Re: FORGOTTEN CORNERS
Posted: 09 Mar 2025, 04:14
by Stanley
The Lad scrapping Daniel's morris Minor in 1978..... I'm afraid those days have gone!

Re: FORGOTTEN CORNERS
Posted: 10 Mar 2025, 03:42
by Stanley
You could easily walk past this back wall in Philip Street (The old Back Lane main route through Barlick) and not notice the stones on the wall top. They are demolition stones from an older building. These are possibly from a window surround. Question is, which old building?
Re: FORGOTTEN CORNERS
Posted: 10 Mar 2025, 10:22
by Tizer
This recent article is interesting on re-use of building stone...
`Roman recycling at Reedham: Exploring the imperial origins of a Norfolk church'
Current Archaeology
Re: FORGOTTEN CORNERS
Posted: 11 Mar 2025, 03:58
by Stanley
That was an interesting article Peter. I am always on the look out for re-used materials in walls and buildings.

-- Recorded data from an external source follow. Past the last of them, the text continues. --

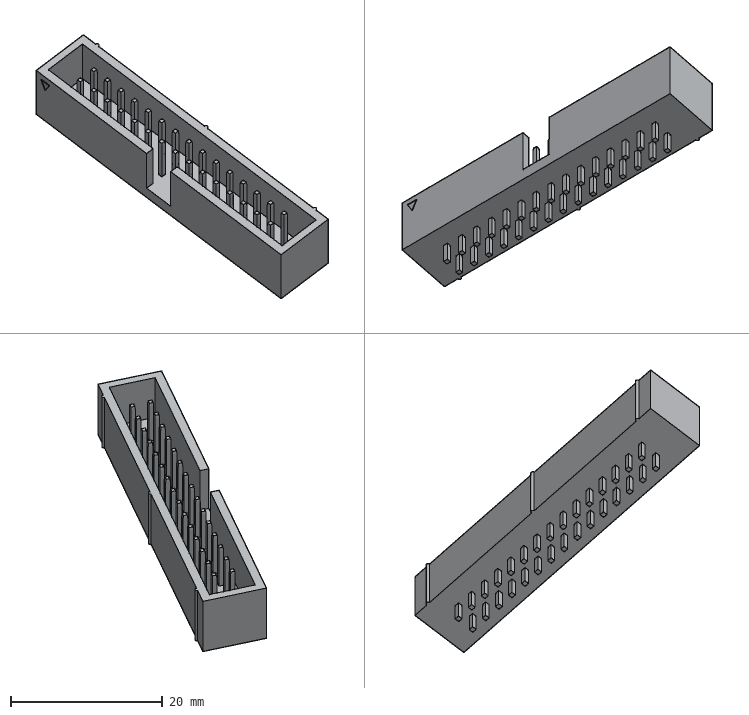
import cadquery as cq
import math


length = 45.75
width = 8.85
height = 8.85
end_wall = 1.05
side_wall = 1.25
floor_thickness = 1.88
slot_width = 4.5

pin_rows = 2
pins_per_row = 15
row_span = 35.55
pitch = row_span / (pins_per_row - 1)
pin_size = 0.65
tail_length = 3.0
tip_gap = 0.3
tip_height = 0.5
tip_inset = 0.055

ridge_radius = 0.27
ridge_spacing = 20.3

mark_width = 1.55
mark_height = 1.55
mark_thickness = 0.1
mark_left_gap = 0.95
mark_top_gap = 1.0


def make_housing():
    """Box with an open cavity and a key slot through the front wall."""
    inner_height = height - floor_thickness
    body = cq.Workplane("XY").box(length, width, height, centered=(True, True, False))
    cavity = (
        cq.Workplane("XY", origin=(0, 0, floor_thickness))
        .rect(length - 2 * end_wall, width - 2 * side_wall)
        .extrude(inner_height)
    )
    slot = (
        cq.Workplane("XY", origin=(0, -width / 4, floor_thickness))
        .rect(slot_width, width / 2)
        .extrude(inner_height)
    )
    return body.cut(cavity).cut(slot)


def pin_squares(z):
    """Workplane at height z holding the square outline of every pin."""
    grid = cq.Workplane("XY", origin=(0, 0, z)).rarray(pitch, pitch, pins_per_row, pin_rows)
    return grid.rect(pin_size, pin_size)


def make_pins():
    """Two rows of square pins with tapered tips."""
    shaft_top = height - tip_gap - tip_height
    taper_angle = math.degrees(math.atan2(tip_inset, tip_height))
    shafts = pin_squares(-tail_length).extrude(tail_length + shaft_top)
    tips = pin_squares(shaft_top).extrude(tip_height, taper=taper_angle)
    return shafts.union(tips)


def make_ridge(x):
    """Round ridge, half sunk in the back wall, running its full height."""
    return cq.Workplane("XY", origin=(x, width / 2, 0)).circle(ridge_radius).extrude(height)


def make_mark():
    """Raised triangle pointing down, near the top left of the front wall."""
    left = -length / 2 + mark_left_gap
    top = height - mark_top_gap
    return (
        cq.Workplane("XZ", origin=(0, -width / 2, 0))
        .moveTo(left, top)
        .lineTo(left + mark_width, top)
        .lineTo(left + mark_width / 2, top - mark_height)
        .close()
        .extrude(mark_thickness)
    )


result = make_housing().union(make_pins()).union(make_mark())
for ridge_x in (-ridge_spacing, 0, ridge_spacing):
    result = result.union(make_ridge(ridge_x))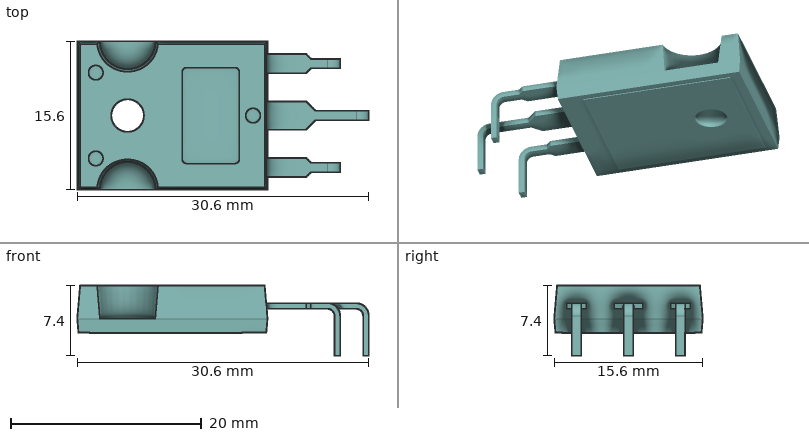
import cadquery as cq
import math

TOTAL_LENGTH = 30.6
TOTAL_HEIGHT = 7.4
BODY_LENGTH = 19.98
BODY_WIDTH = 15.6
BODY_TOP = 5.05
BODY_BOTTOM = 0.1
PARTING_HEIGHT = 1.55
UPPER_HEIGHT = BODY_TOP - PARTING_HEIGHT
LOWER_HEIGHT = PARTING_HEIGHT - BODY_BOTTOM
DRAFT_ANGLE = 5.0

PAD_START = 1.32
PAD_LENGTH = 15.97
PAD_WIDTH = 13.9

HOLE_X = 5.3
HOLE_DIAMETER = 3.4
NOTCH_FLOOR_RADIUS = 2.9

MARK_DEPTH = 0.1
LABEL_START = 11.02
LABEL_LENGTH = 6.0
LABEL_WIDTH = 10.07
LABEL_CORNER_RADIUS = 0.5
DIMPLE_DIAMETER = 1.53
HOLE_END_DIMPLE_X = 1.95
HOLE_END_DIMPLE_Y = 4.5
LEAD_END_DIMPLE_X = 18.45

LEAD_TOP = 3.18
LEAD_THICKNESS = 0.6
LEAD_WIDTH = 1.0
LEAD_PITCH = 5.45
LEAD_BEND_RADIUS = 1.35
LEAD_TIP = BODY_TOP - TOTAL_HEIGHT
LEAD_EMBEDDING = 0.92
LEAD_ROOT_X = BODY_LENGTH - LEAD_EMBEDDING
SHOULDER_END_X = 24.02
OUTER_SHOULDER_WIDTH = 2.02
MIDDLE_SHOULDER_WIDTH = 3.0
OUTER_LEAD_REACH = 27.6


def make_body():
    """Two drafted halves that meet at the widest section, the parting line."""
    parting_plane = cq.Workplane("XY", origin=(BODY_LENGTH / 2, 0, PARTING_HEIGHT))
    upper = parting_plane.rect(BODY_LENGTH, BODY_WIDTH).extrude(UPPER_HEIGHT, taper=DRAFT_ANGLE)
    lower = parting_plane.rect(BODY_LENGTH, BODY_WIDTH).extrude(-LOWER_HEIGHT, taper=DRAFT_ANGLE)
    return upper.union(lower)


def make_pad():
    """Pad under the body, reaching up to the parting plane so that it joins the body."""
    return (
        cq.Workplane("XY", origin=(PAD_START + PAD_LENGTH / 2, 0, 0))
        .rect(PAD_LENGTH, PAD_WIDTH)
        .extrude(PARTING_HEIGHT)
    )


def make_notch(side):
    """Cone, centred on one long edge, that widens upward at the draft angle from the parting plane."""
    top_radius = NOTCH_FLOOR_RADIUS + UPPER_HEIGHT * math.tan(math.radians(DRAFT_ANGLE))
    return (
        cq.Workplane("XY", origin=(HOLE_X, side * BODY_WIDTH / 2, PARTING_HEIGHT))
        .circle(NOTCH_FLOOR_RADIUS)
        .workplane(offset=UPPER_HEIGHT)
        .circle(top_radius)
        .loft()
    )


def make_mounting_hole():
    """Straight hole through the body and the pad."""
    return (
        cq.Workplane("XY", origin=(HOLE_X, 0, 0))
        .circle(HOLE_DIAMETER / 2)
        .extrude(BODY_TOP)
    )


def make_top_marks():
    """Label recess and three round ejector-pin dimples."""
    mark_floor = cq.Workplane("XY", origin=(0, 0, BODY_TOP - MARK_DEPTH))
    label = (
        mark_floor.center(LABEL_START + LABEL_LENGTH / 2, 0)
        .rect(LABEL_LENGTH, LABEL_WIDTH)
        .extrude(MARK_DEPTH)
        .edges("|Z")
        .fillet(LABEL_CORNER_RADIUS)
    )
    dimple_centers = [
        (HOLE_END_DIMPLE_X, HOLE_END_DIMPLE_Y),
        (HOLE_END_DIMPLE_X, -HOLE_END_DIMPLE_Y),
        (LEAD_END_DIMPLE_X, 0),
    ]
    dimples = mark_floor.pushPoints(dimple_centers).circle(DIMPLE_DIAMETER / 2).extrude(MARK_DEPTH)
    return label.union(dimples)


def make_lead(y_center, reach, shoulder_width):
    """Flat lead with a wide shoulder, narrowed at 45 degrees and bent down at its end."""
    inner_radius = LEAD_BEND_RADIUS - LEAD_THICKNESS
    bend_x = reach - LEAD_BEND_RADIUS
    bend_z = LEAD_TOP - LEAD_BEND_RADIUS
    diagonal = math.sqrt(0.5)
    strip = (
        cq.Workplane("XZ", origin=(0, y_center, 0))
        .moveTo(LEAD_ROOT_X, LEAD_TOP)
        .lineTo(bend_x, LEAD_TOP)
        .threePointArc(
            (bend_x + LEAD_BEND_RADIUS * diagonal, bend_z + LEAD_BEND_RADIUS * diagonal),
            (reach, bend_z),
        )
        .lineTo(reach, LEAD_TIP)
        .lineTo(reach - LEAD_THICKNESS, LEAD_TIP)
        .lineTo(reach - LEAD_THICKNESS, bend_z)
        .threePointArc(
            (bend_x + inner_radius * diagonal, bend_z + inner_radius * diagonal),
            (bend_x, LEAD_TOP - LEAD_THICKNESS),
        )
        .lineTo(LEAD_ROOT_X, LEAD_TOP - LEAD_THICKNESS)
        .close()
        .extrude(LEAD_WIDTH / 2, both=True)
    )
    narrowing = (shoulder_width - LEAD_WIDTH) / 2
    shoulder = (
        cq.Workplane("XY", origin=(0, y_center, LEAD_TOP - LEAD_THICKNESS))
        .moveTo(LEAD_ROOT_X, -shoulder_width / 2)
        .lineTo(SHOULDER_END_X, -shoulder_width / 2)
        .lineTo(SHOULDER_END_X + narrowing, -LEAD_WIDTH / 2)
        .lineTo(SHOULDER_END_X + narrowing, LEAD_WIDTH / 2)
        .lineTo(SHOULDER_END_X, shoulder_width / 2)
        .lineTo(LEAD_ROOT_X, shoulder_width / 2)
        .close()
        .extrude(LEAD_THICKNESS)
    )
    return strip.union(shoulder)


result = make_body().union(make_pad())
result = result.cut(make_mounting_hole()).cut(make_top_marks())
for side in (-1, 1):
    result = result.cut(make_notch(side))
    result = result.union(make_lead(side * LEAD_PITCH, OUTER_LEAD_REACH, OUTER_SHOULDER_WIDTH))
result = result.union(make_lead(0, TOTAL_LENGTH, MIDDLE_SHOULDER_WIDTH))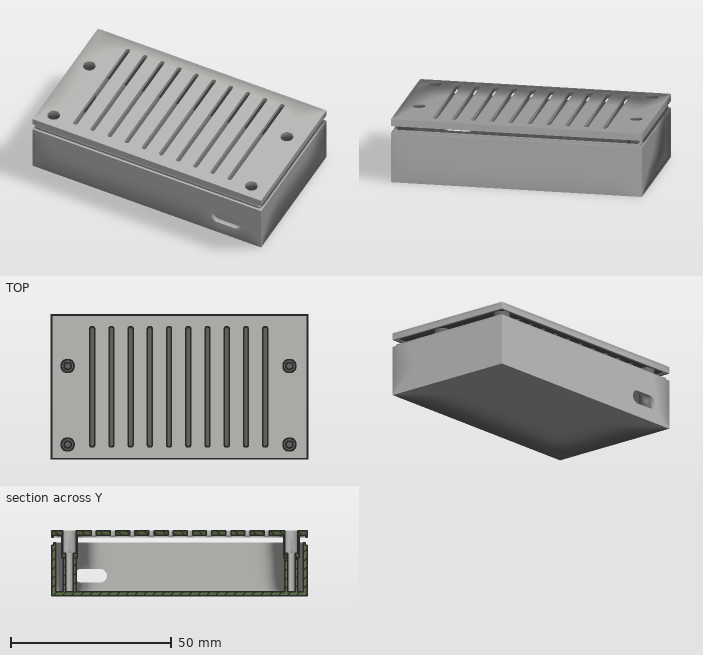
import cadquery as cq

LENGTH = 80.0
WIDTH = 45.0
TOTAL_HEIGHT = 20.5

WALL = 1.5
FLOOR = 1.5
BASE_HEIGHT = 16.0
LIP_HEIGHT = WALL / 2
LIP_INSET = WALL / 2

PORT_LENGTH = 10.2
PORT_HEIGHT = 4.2
PORT_X = 67.75
PORT_Z = 6.4

PLATE_THICKNESS = 1.5
LID_RIM_HEIGHT = LIP_HEIGHT
LID_THICKNESS = PLATE_THICKNESS + LID_RIM_HEIGHT
LID_BOTTOM = TOTAL_HEIGHT - LID_THICKNESS

SCREW_DIAMETER = 2.2
STAND_DIAMETER = 4.2
STAND_TOP = 12.0
POST_DIAMETER = 1.2 * STAND_DIAMETER
HEAD_DIAMETER = 4.0
HEAD_SEAT_THICKNESS = 1.5
POST_X = 5.1
POST_Y = 4.5
POST_SPACING_X = 69.2
POST_SPACING_Y = 24.5
POST_CENTRES = [
    (POST_X + column * POST_SPACING_X, POST_Y + row * POST_SPACING_Y)
    for column in range(2)
    for row in range(2)
]

VENT_COUNT = 10
VENT_PITCH = 6.0
VENT_WIDTH = 1.5
VENT_END_MARGIN = 3.75
VENT_LENGTH = WIDTH - 2 * VENT_END_MARGIN
VENT_FIRST_EDGE_X = 12.0


def inset_block(inset, bottom, top):
    """Block following the enclosure outline, moved inward by inset, from bottom to top."""
    return (
        cq.Workplane("XY", origin=(inset, inset, bottom))
        .rect(LENGTH - 2 * inset, WIDTH - 2 * inset, centered=False)
        .extrude(top - bottom)
    )


def post_cylinders(diameter, bottom, top):
    """One vertical cylinder at every screw position."""
    return (
        cq.Workplane("XY", origin=(0, 0, bottom))
        .pushPoints(POST_CENTRES)
        .circle(diameter / 2)
        .extrude(top - bottom)
    )


def make_base():
    lip_top = BASE_HEIGHT + LIP_HEIGHT
    tray = inset_block(0, 0, BASE_HEIGHT).union(inset_block(LIP_INSET, BASE_HEIGHT, lip_top))
    cavity = inset_block(WALL, FLOOR, lip_top)
    port = (
        cq.Workplane("XZ", origin=(PORT_X, 0, PORT_Z))
        .slot2D(PORT_LENGTH, PORT_HEIGHT)
        .extrude(-WALL)
    )
    stands = post_cylinders(STAND_DIAMETER, FLOOR, STAND_TOP)
    pilot_holes = post_cylinders(SCREW_DIAMETER, FLOOR, STAND_TOP)
    return tray.cut(cavity).cut(port).union(stands).cut(pilot_holes)


def make_vents():
    first_x = VENT_FIRST_EDGE_X + VENT_WIDTH / 2
    centres = [(first_x + index * VENT_PITCH, WIDTH / 2) for index in range(VENT_COUNT)]
    return (
        cq.Workplane("XY", origin=(0, 0, LID_BOTTOM))
        .pushPoints(centres)
        .slot2D(VENT_LENGTH, VENT_WIDTH, 90)
        .extrude(LID_THICKNESS)
    )


def make_lid():
    plate = inset_block(0, LID_BOTTOM, TOTAL_HEIGHT)
    recess = inset_block(LIP_INSET, LID_BOTTOM, LID_BOTTOM + LID_RIM_HEIGHT)
    posts = post_cylinders(POST_DIAMETER, STAND_TOP, TOTAL_HEIGHT)
    head_wells = post_cylinders(HEAD_DIAMETER, STAND_TOP + HEAD_SEAT_THICKNESS, TOTAL_HEIGHT)
    screw_holes = post_cylinders(SCREW_DIAMETER, STAND_TOP, TOTAL_HEIGHT)
    return plate.cut(recess).cut(make_vents()).union(posts).cut(head_wells).cut(screw_holes)


base = make_base()
lid = make_lid()
result = cq.Compound.makeCompound([base.val(), lid.val()])

Nearby Whalley is interesting because of the amount of stone used in local buildings which quite obviously come from the ruins of Whalley Abbey which was used as a quarry for centuries.
Our ancestors were very good at recycling some materials.....
Old stables in Butts in 1982. Long gone but we forget that there was a need for accommodation for all the horses used for transport. These buildings were part of that provision. Note the doors into the hay lofts on the second floor.
There used to be market gardens in Butts and I often wonder if that's where all the horse muck went.
Re: FORGOTTEN CORNERS
Posted: 12 Mar 2025, 04:27
by Stanley
Coates Mill (Carr Printers) in 1985.